I love those unusual looking steamers, very neat.


----------



## tjcruiser (Jan 10, 2010)

gunrunnerjohn said:


> I love those unusual looking steamers, very neat.


Did you know that (in real life) these streamliners were often created via applying sheet metal skins over traditional steamers?


----------



## gunrunnerjohn (Nov 10, 2010)

Well, this one has a separate strip of metal where that flat side painted yellow is, so maybe they were modeling that.  It is indeed black under the strap.


----------



## tjcruiser (Jan 10, 2010)

Yellow?

I think I'm confused. Are we talking about the same loco?

TJ


----------



## gunrunnerjohn (Nov 10, 2010)

My mistake, I was thinking of my Chessie, the one here seems to have a complete skin. I'd think that things might overheat under the skin, maybe not...


----------



## shaygetz (Sep 23, 2007)

Streamlined steam always fascinates me, the ingenuity involved...the Dreyfuses hid secondary piping but not the primary, higher maintenance plumbing. In the upper right you can see the Elesco feedwater heater ends poking thru the shroud as well. The coal was dropped thru a narrow slit---yes coal---can you imagine what beast this thing was to keep clean?


----------



## gunrunnerjohn (Nov 10, 2010)

I keep looking for a reasonable Dreyfus in O-scale, but so far no dice.


----------



## tjcruiser (Jan 10, 2010)

Shay -- I'm sure we've discussed this on the forum before, but I've laughed when reading that NY Central "corporate" was big on the streamlining skins, but once the trains got into the operational field, the engineers and linesmen were all to happy to start ripping skin pieces off so that they had an easier hand at maintenance!

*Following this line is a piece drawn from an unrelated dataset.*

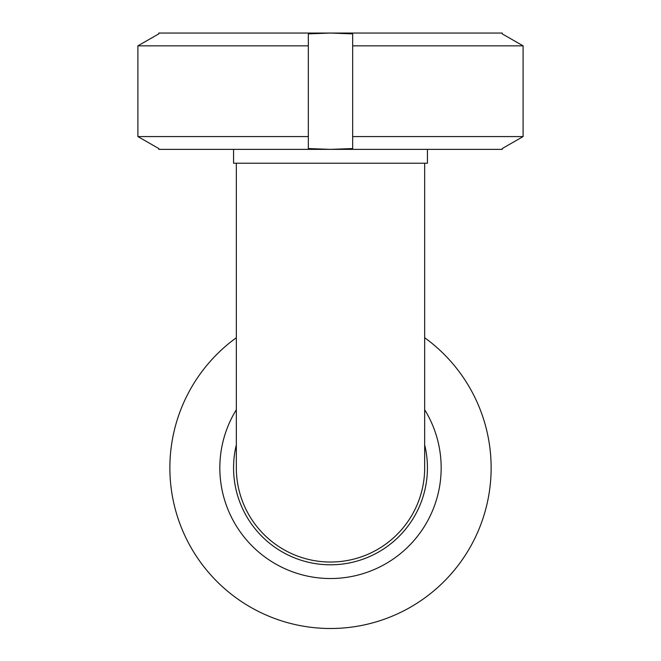 <?xml version="1.0" encoding="UTF-8"?>
<svg xmlns="http://www.w3.org/2000/svg" width="661" height="661" viewBox="0 0 661 661"><rect width="100%" height="100%" fill="white"/><g stroke="black" fill="none" stroke-linecap="round" stroke-linejoin="round"><path stroke-width="0.99" d="M236.332 163.217L236.332 467.864A94.168 94.168 0 0 0 330.5 562.032A94.168 94.168 0 0 0 424.668 467.864L424.668 163.217M236.332 337.73A160.631 160.631 0 0 0 169.869 467.864A160.631 160.631 0 0 0 403.565 610.921A160.631 160.631 0 0 0 424.668 337.73M236.332 444.861A96.936 96.936 0 0 0 342.084 564.106A96.936 96.936 0 0 0 424.668 444.861M427.436 149.369L427.436 163.217L233.564 163.217L233.564 149.369M308.34 136.579L308.34 33.868L330.5 33.05L352.66 33.868L352.66 148.551L330.5 149.369L502.211 149.369L502.211 148.551L523.099 136.579L523.099 45.84L502.211 33.868L502.211 33.05L158.789 33.05L158.789 33.868L137.901 45.84L137.901 136.579L158.789 148.551L158.789 149.369L330.5 149.369L308.34 148.551L308.34 136.579L137.901 136.579M308.34 45.84L137.901 45.84M523.099 45.84L352.66 45.84M523.099 136.579L352.66 136.579M236.332 409.729A110.668 110.668 0 0 0 360.716 574.326A110.668 110.668 0 0 0 424.668 409.729"/></g></svg>

John -- a 221 in your future? Great loco, in my opinion. Really nice, heavy casting.

Cheers,

TJ


----------



## NIMT (Jan 6, 2011)

*Another Thank You John*

Got all my HO rail cars, they are perfect, Little TLC to a couple ,As you had stated, and they will all be good to go! 
Thank you very much!:thumbsup:


----------



## shaygetz (Sep 23, 2007)

tjcruiser said:


> Shay -- I'm sure we've discussed this on the forum before, but I've laughed when reading that NY Central "corporate" was big on the streamlining skins, but once the trains got into the operational field, the engineers and linesmen were all to happy to start ripping skin pieces off so that they had an easier hand at maintenance!
> 
> Cheers,
> 
> TJ


I can't imagine what those poor saps had to deal with...

MARKETING: I know...let's wrap a bunch of 40' long 6' diameter tubes that carry 300 psi 350 degree steam in them 24/7 in some fancy tin to look like Buck Rodgers on a 2 week bender...

CORPORATE HEAD: Sounds great, I'm sure the guys in the field will love it....company spirit and all that...

PAYING CUSTOMER: Lordy Maude...it looks like Buck Rodgers just came off a 2 week bender...


----------



## Big Ed (Jun 16, 2009)

Hey Mister Bob, did you get the passenger cars too?

What did you do win the lottery??


----------



## gunrunnerjohn (Nov 10, 2010)

tjcruiser said:


> John -- a 221 in your future? Great loco, in my opinion. Really nice, heavy casting.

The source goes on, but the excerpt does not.